Mir stellt sich die Frage, wer genehmigt sowas? Gibt es keine Bauaufsicht in oberusel, oder wird hier vor der großen Bank gekuscht? Wird die ehemals neuwertige Gablonzer Straße jemals wieder eröffnet, wenn ja in welchen Zustand? Gibt es eine Kontrolle über die Trockenlegungsmassnahmen in diesem Bereich und deren Folgen für das Ökosystem?

Besorgte Grüße
Gerhard



Betreff : Großbaustelle Gablonzer Straße Autor: Phorum-Ursellis Datum: 12.10.2004 14:32:32
Weitere Berichte, Kommentare, Fotos und Luftbildausschnitt
unter
http://www.obu-forum.de/ibm


 PRESSEBERICHTE      Verfasst am: 04.08.2004, 00:45       Nach oben   


Printausgabe der TZ vom 04.08.2004
Angst vor neuem Erdrutsch
Oberursel. Bei der Baustelle des IBM-Rechenzentrums werden derzeit Nachtbauarbeiten vorgenommen. Dies hat vor allem den Hintergrund, «die übergeordneten Beeinträchtigungen so weit wie möglich zeitlich zu minimieren und für die erforderlichen Erdarbeiten die sommerliche Trockenperiode auszunutzen», teilt Ingrid Kron von IBM mit. Wie berichtet, war durch hohes Grundwasser ein Erdrutsch an der Baugrube ausgelöst worden, der letztendlich dazu führte, dass die fast schon fertig ausgehobene Baugrube wieder verfüllt und erneut gesichert werden musste. Nun würden im Mehrschichtbetrieb die Ankerinstallationen durchgeführt, die sich im Bereich der tiefer liegenden Baugrube befinden. Sie sollen die Wände der Baugrube vor einem erneuten Erdrutsch schützen.
Vor knapp vier Wochen konnte mit dem Wiederaushub begonnen werden, nachdem eine Druckentlastung des «artesisch gespannten Grundwassers» stattfand, die für die gesamte weitere Bauzeit eingeplant ist. «Die Druckentspannung des Grundwassers wird voraussichtlich bis März 2005 betrieben», heißt es bei IBM.
Derzeit werde mit einer Fertigstellung der Baugrube im Oktober gerechnet und mit einer Gesamtfertigstellung des Gebäudes bis Anfang 2006. Um dies zu gewährleisten, hat IBM von der Stadt die Genehmigung zur Nachtarbeit bis zum 31. Dezember verlängert bekommen. «Das bedeutet jedoch nicht, dass dort jetzt durchgängig bis Ende des Jahres in der Nacht gearbeitet wird», versichert Stadtsprecherin Nina Kuhn. Wenn diese Arbeiten notwendig würden, werde IBM die Stadt jeweils etwa eine Woche vorher informieren. Die vorgeschriebenen 45 Dezibel dürften dabei ohnehin nicht überschritten werden. Ein Richtwert, der bisher fast immer eingehalten wurde.
«Nur ein Mal hatten wir bisher Beschwerden, doch das lag daran, dass falsche Maschinen eingesetzt wurden», berichtet Kuhn. Nach Ansicht von IBM bezogen sich die Beschwerden nicht auf einen falschen Maschineneinsatz, sondern auf die mittlerweile abgeschlossenen Vertikalbohrungen. Diese hätten zu erhöhten db-Werten in den Randstunden geführt. (pit)
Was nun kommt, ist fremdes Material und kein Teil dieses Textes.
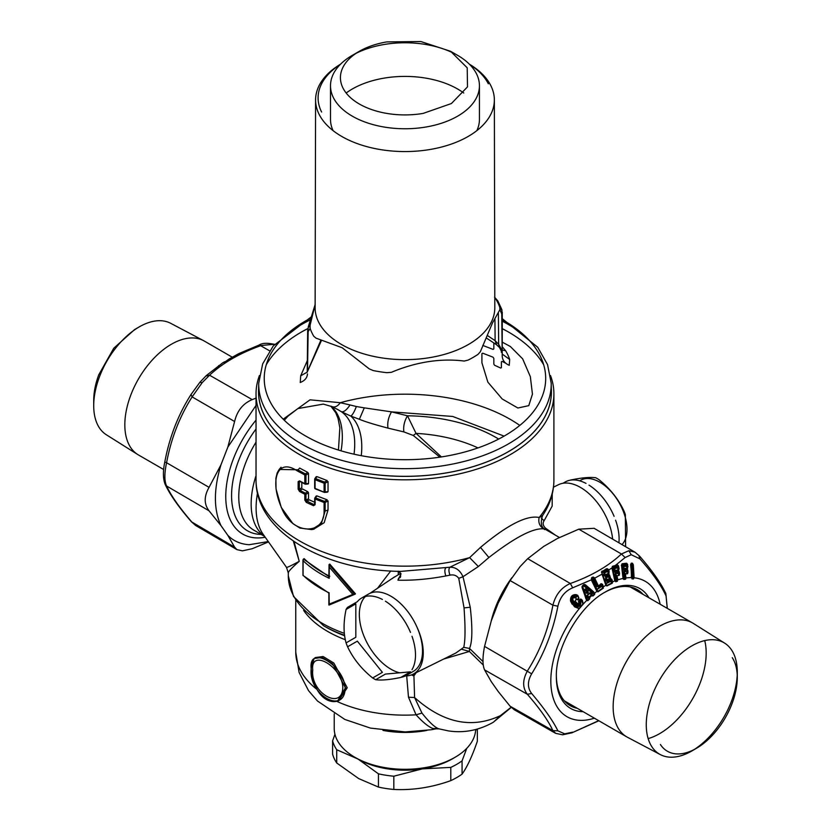 <?xml version="1.0" encoding="UTF-8"?>
<svg xmlns="http://www.w3.org/2000/svg" width="831" height="831" viewBox="0 0 831 831"><rect width="100%" height="100%" fill="white"/><g stroke="black" fill="none" stroke-linecap="round" stroke-linejoin="round"><path stroke-width="1.25" d="M550.496 375.539A148.936 85.988 180 0 1 553.903 393.832L553.903 480.173C553.799 492.752 549.987 504.604 542.487 515.698L539.142 517.495C538.104 522.481 539.61 526.262 543.661 528.838C533.003 527.934 514.742 537.491 488.888 557.508L478.355 566.534L462.992 576.735L470.253 607.253C472.6 628.215 472.361 641.937 469.536 648.429L463.729 647.359C465.339 640.691 465.443 627.53 464.041 607.887L470.253 607.253M482.988 661.569L469.536 648.429L469.38 651.452L461.298 649.146L463.729 647.349M553.903 480.173A148.936 85.988 180 0 1 539.142 517.495C526.885 514.929 507.336 524.891 480.484 547.4L469.619 557.632L478.355 566.534M469.619 557.632L449.914 567.22L400.916 571.375C324.942 570.887 255.501 532.11 256.031 480.173A148.936 85.988 180 0 0 446.901 562.68A148.936 85.988 180 0 0 469.619 557.632M462.992 576.735C460.114 570.295 455.752 567.116 449.914 567.22C448.595 568.643 448.615 571.281 449.955 575.145C453.747 574.398 456.676 575.468 458.764 578.355L462.992 576.735M294.049 541.542L299.233 561.33C291.068 565.766 286.82 567.76 286.487 567.313M293.333 541.054L299.233 561.33C291.151 568.342 287.536 572.341 288.378 573.348M354.027 454.193A73.232 42.277 120 0 0 341.448 411.76L336.804 408.977M331.579 406.39C334.467 407.824 337.386 406.598 340.315 402.713L350.048 404.957C346.672 409.974 343.805 412.249 341.448 411.76L350.89 416.113C352.666 414.669 354.494 411.47 356.354 406.515L364.279 407.865L359.366 419.281L350.89 416.113A74.728 43.139 120 0 1 361.267 455.689M519.811 425.42A148.936 85.988 180 0 0 363.033 397.665A148.936 85.988 180 0 0 340.315 402.713L310.036 399.825L283.194 419.188M284.285 420.257L287.993 416.154L297.841 408.582L323.342 404.095L332.171 406.702L338.477 409.922M350.048 404.957L356.354 406.515M504.116 436.119L452.687 416.456L391.515 411.864L407.481 415.801C404.354 421.109 403.149 426.48 403.866 431.902L387.984 428.121C387.194 422.73 388.378 417.307 391.515 411.864L364.279 407.865M387.984 428.121C374.459 424.558 364.923 421.608 359.366 419.281M403.866 431.902L413.267 435.465L416.04 433.387A116.662 67.353 180 0 1 478.002 447.909M498.693 439.069A129.075 74.52 180 0 0 407.481 415.801L416.04 433.387L441.438 456.936M439.9 457.164L413.267 435.465M344.325 633.326A116.662 67.353 180 0 1 288.305 575.779L288.305 573.026L286.508 567.376L263.219 534.406A74.728 43.139 120 0 1 257.496 493.167M458.764 578.355L464.041 607.887M445.748 567.937C444.554 569.464 444.585 572.133 445.832 575.966L449.955 575.145M400.687 576.652L399.534 577.493L400.355 577.337M400.667 573.525L398.288 574.73L398.246 571.312M377.554 588.244L390.747 571.001M391.972 578.646L398.288 574.73M445.832 575.966C428.744 579.176 412.789 580.589 397.956 580.173L400.885 574.2L398.807 571.364M397.956 580.173L398.548 578.272L400.064 577.67M398.548 578.272L399.534 577.493M400.23 577.503L400.978 573.598L398.797 571.385M559.419 537.491L545.354 529.368C541.261 527.778 540.295 523.229 542.477 515.719M541.313 518.087L544.076 520.798C542.456 523.177 542.965 525.659 545.583 528.225L544.648 529.596L543.661 528.838M545.583 528.225L555.461 535.195M552.251 493.957L552.168 506.121L544.076 520.798M511.086 707.285L500.387 715.647C471.779 729.078 443.172 723.053 414.586 697.552L421.971 713.081L416.071 714.816L408.478 697.188L406.691 675.904M347.233 687.736L333.823 663.024L323.134 656.532L315.365 657.539L314.326 658.484L322.064 657.435L332.618 663.844L345.738 688.338L347.233 687.736L338.747 700.658M336.648 701.281A109.225 63.063 180 0 0 416.071 714.816C422.917 722.347 428.536 726.907 432.951 728.507L436.161 728.818L431.175 729.753L405.206 731.934L370.481 728.101L344.823 719.449L317.515 701.042L308.55 690.686L299.098 672.424L295.753 652.086A109.225 63.063 180 0 0 316.995 689.46M443.661 659.056L469.39 651.462L483.258 665.018M408.478 697.188L414.586 697.552L413.869 673.796M421.971 713.081C428.599 721.453 433.917 726.585 437.958 728.486L438.986 728.86M500.387 715.647L493.417 722.201C478.926 730.376 463.895 733.264 448.335 730.885L438.934 728.839M411.449 674.897L413.869 675.925L416.175 672.653M417.214 627.654A45.726 26.395 60 0 1 419.302 632.692A45.726 26.395 60 0 1 412.924 674.263L455.824 653.041L461.298 649.146M311.22 667.49L314.025 658.775C312.83 658.775 311.864 662.047 311.126 668.571C314.253 697.157 329.066 703.286 336.815 701.25L337.615 701.021L345.187 688.348C344.221 715.366 308.124 694.529 311.199 668.726L311.21 668.404M345.187 688.348C344.221 664.873 308.124 644.035 311.199 668.726M612.613 539.111A45.726 26.395 -120 0 0 608.863 523.239A45.726 26.395 -120 0 0 558.494 484.702L553.477 487.184M412.924 674.263A45.726 26.395 60 0 1 405.331 675.946M475.685 729.556A70.749 40.844 180 0 1 454.993 757.332A70.749 40.844 180 0 1 424.89 767.647A70.749 40.844 180 0 1 354.941 757.332A70.749 40.844 180 0 1 334.228 728.455L334.228 713.829M364.632 597.302A45.726 26.395 60 0 1 365.474 596.492M502.443 328.816A148.936 85.988 180 0 1 507.533 331.476M553.903 393.832A148.936 85.988 180 0 1 446.901 476.34A148.936 85.988 180 0 1 256.031 393.832A148.936 85.988 180 0 1 259.438 375.539M551.327 388.7A146.453 84.554 180 0 1 446.205 472.943A146.453 84.554 180 0 1 258.618 388.7M302.411 331.476A148.936 85.988 180 0 1 307.834 328.65M265.224 537.242A82.165 47.44 -60 0 1 242.777 534.104A82.165 47.44 -60 0 1 256 420.154A82.165 47.44 -60 0 1 256.031 420.122M477.347 729.109L477.347 741.231C472.247 756.065 467.157 767.034 462.067 774.128A73.232 42.277 0 0 1 450.807 780.631C431.819 787.435 412.82 790.374 393.821 789.45A73.232 42.277 0 0 1 386.02 788.505A73.232 42.277 0 0 1 378.437 787.071L358.691 778.585L336.721 762.983A73.232 42.277 0 0 1 332.597 754.101L332.597 740.857A73.232 42.277 0 0 0 336.721 749.739L357.579 758.859A67.02 38.693 0 0 0 423.841 768.623A67.02 38.693 0 0 0 452.365 758.859L454.993 757.332M623.188 578.927A82.165 47.44 120 0 0 622.97 577.94M328.858 577.202L329.055 564.55L354.577 594.394L355.481 593.864L329.793 564.114L329.055 564.55L329.221 567.054L352.822 594.404L329.221 604.137L329.086 592.898M329.221 592.887A118.656 68.506 0 0 1 303.086 575.281L303.086 560.686L303.242 559.201L304.146 558.65C310.939 565.371 319.488 571.25 329.793 576.267M329.086 576.683L329.221 578.303A118.656 68.506 0 0 1 303.086 560.686L303.242 559.201M329.024 605.082L354.577 594.394L329.055 605.072L329.221 604.137M354.577 594.394L352.822 594.394M316.112 477.067L316.891 476.589L327.185 480.567L324.485 482.084L324.1 483.227L315.074 479.695L316.891 476.589M328.037 491.63L325.129 491.931L325.129 483.237L328.037 481.596L328.037 491.63L327.185 492.066M324.485 492.347L324.1 491.921L325.129 491.931L324.485 492.347L315.074 488.389L315.074 479.695A0.997 0.571 -0 0 1 314.669 479.238L314.669 487.932A0.997 0.571 180 0 1 314.804 487.641M316.216 476.703L314.866 478.656A0.997 0.997 0 0 0 314.669 479.238A0.997 0.571 -0 0 1 314.804 478.947L315.51 478.573L314.804 478.947L315.51 478.573L324.485 482.084L325.129 483.237A0.997 0.571 180 0 1 324.1 483.227L324.1 491.921A0.997 0.571 180 0 0 325.129 491.931M308.54 473.556L305.964 475.031A0.997 0.571 180 0 1 304.811 474.968L305.299 473.867L307.802 472.424L308.54 473.556L308.54 483.476L305.964 483.715L305.964 475.031L305.299 473.867L297.716 469.775L279.143 469.453M279.133 469.453L277.159 472.974L275.892 478.272L276.037 488.981L281.262 507.429L292.907 523.613L299.856 528.049L311.729 529.596L321.42 523.353L325.129 510.992L328.037 510.026L324.163 522.699L313.734 529.181M281.065 467.251L279.465 469.068M305.299 484.12L304.811 483.652A0.997 0.571 180 0 0 305.964 483.715L304.811 483.652L304.811 474.968L297.197 470.865C277.045 457.289 269.576 480.806 281.48 507.606C291.868 535.216 324.609 535.777 324.1 510.982L325.129 510.992L325.129 502.526L328.037 500.896L328.037 510.026M324.1 510.982L324.1 502.516L324.485 501.384L327.185 499.857L316.891 495.878L315.51 497.873L324.485 501.384L325.129 502.526A0.997 0.571 180 0 1 324.1 502.516L315.074 498.995L315.074 504.739A0.997 0.571 180 0 1 314.669 504.292L314.679 504.386M316.112 496.367L316.891 495.878M316.216 495.993L314.866 497.956A0.997 0.997 0 0 0 315.074 498.995L315.51 497.873L314.804 498.247A0.997 0.571 -0 0 0 314.669 498.527L314.669 504.282A0.997 0.571 180 0 1 314.804 503.991L313.952 504.583L314.669 503.544M314.804 503.991L313.516 505.705L306.275 502.371L304.811 500.106L313.952 504.583M315.333 502.599L309.277 499.815L306.753 501.259L306.275 502.371M308.54 498.693L305.964 500.169L305.964 494.331L308.54 492.845L308.54 498.693M307.802 491.723L302.505 488.96L300.033 490.383L305.299 493.157L304.811 494.258A0.997 0.571 180 0 0 305.964 494.331L305.299 493.157L307.802 491.723L308.54 492.845M297.197 470.865L299.659 468.061L307.802 472.424M308.54 483.476L307.802 483.881L308.54 483.476M301.809 482.416L301.809 487.797L299.337 489.22L299.337 481.741L300.355 481.648M298.142 481.648A0.997 0.571 180 0 0 299.337 481.741L300.033 481.336L299.337 481.741L300.033 481.336L299.524 480.869L300.033 481.336L299.524 480.869L298.142 481.648L298.142 489.137L299.337 489.22L300.033 490.383L299.524 491.474L298.142 489.137M315.074 504.739L313.516 505.705M304.811 500.106L304.811 494.258L299.524 491.474M304.811 483.652L299.524 480.869M482.749 345.405L493.053 349.384L493.832 348.895L493.832 342.912M481.907 353.632L481.907 362.763L487.849 382.115L502.204 398.984L517.879 408L528.776 405.653L532.442 394.133L530.344 376.672L522.647 358.836L510.286 346.454L502.132 342.081M505.788 363.261L502.132 361.381L501.394 361.786L501.394 367.634L500.667 368.04L494.601 365.256L493.832 364.103L493.832 358.348L493.053 357.205L482.749 353.196L481.897 353.632M501.394 367.634L500.667 368.04M501.394 351.004L501.394 352.417M342.829 687.455C342.185 666.566 310.223 648.118 312.747 670.087C310.223 692.794 342.185 711.253 342.829 687.455M469.39 64.184A89.384 51.605 180 0 1 490.737 85.437A89.384 51.605 180 0 1 494.352 99.897A89.384 51.605 180 0 1 417.733 151.034A89.384 51.605 180 0 1 319.197 114.491A89.384 51.605 180 0 1 315.583 99.897A89.384 51.605 180 0 1 340.554 64.184M321.607 112.04A86.881 50.161 180 0 1 340.346 64.392M469.588 64.392A86.881 50.161 180 0 1 488.337 83.796M315.136 304.624L310.056 325.399L310.14 328.401A96.552 55.739 180 0 0 312.321 333.615A96.552 55.739 180 0 0 313.765 336.223L315.967 338.124L342.206 347.763L369.307 368.922L373.275 370.574A96.552 55.739 180 0 0 386.82 372.672L391.349 372.33C415.947 361.952 441.012 358.068 464.217 361.059L468.102 360.093A96.552 55.739 180 0 0 478.022 354.37L480.349 351.742L492.43 323.072L499.878 309.672L499.805 307.439A96.552 55.739 180 0 0 497.613 302.224A96.552 55.739 180 0 0 496.169 299.617L494.788 297.81M501.914 309.838L501.747 313.879L499.878 309.672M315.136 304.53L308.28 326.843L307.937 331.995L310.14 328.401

Bericht der FR vom 06.02.2004
IBM-Loch (Gutachter wollen noch 2 Wochen forschen)

In diesem Artikel wurde beschrieben, warum IBM sein neues Gebäude aus Sicherheitsgründen mehrere Geschosse in die Tiefe bauen wolte (...leider existiert der Link zu dem Artikel nicht mehr, um ihn hier komplett wiedergeben zu können)

Printausgabe der TZ vom 16.03.2004
Oberursel: Neue Schwierigkeiten in der Baugrube
Oberursel.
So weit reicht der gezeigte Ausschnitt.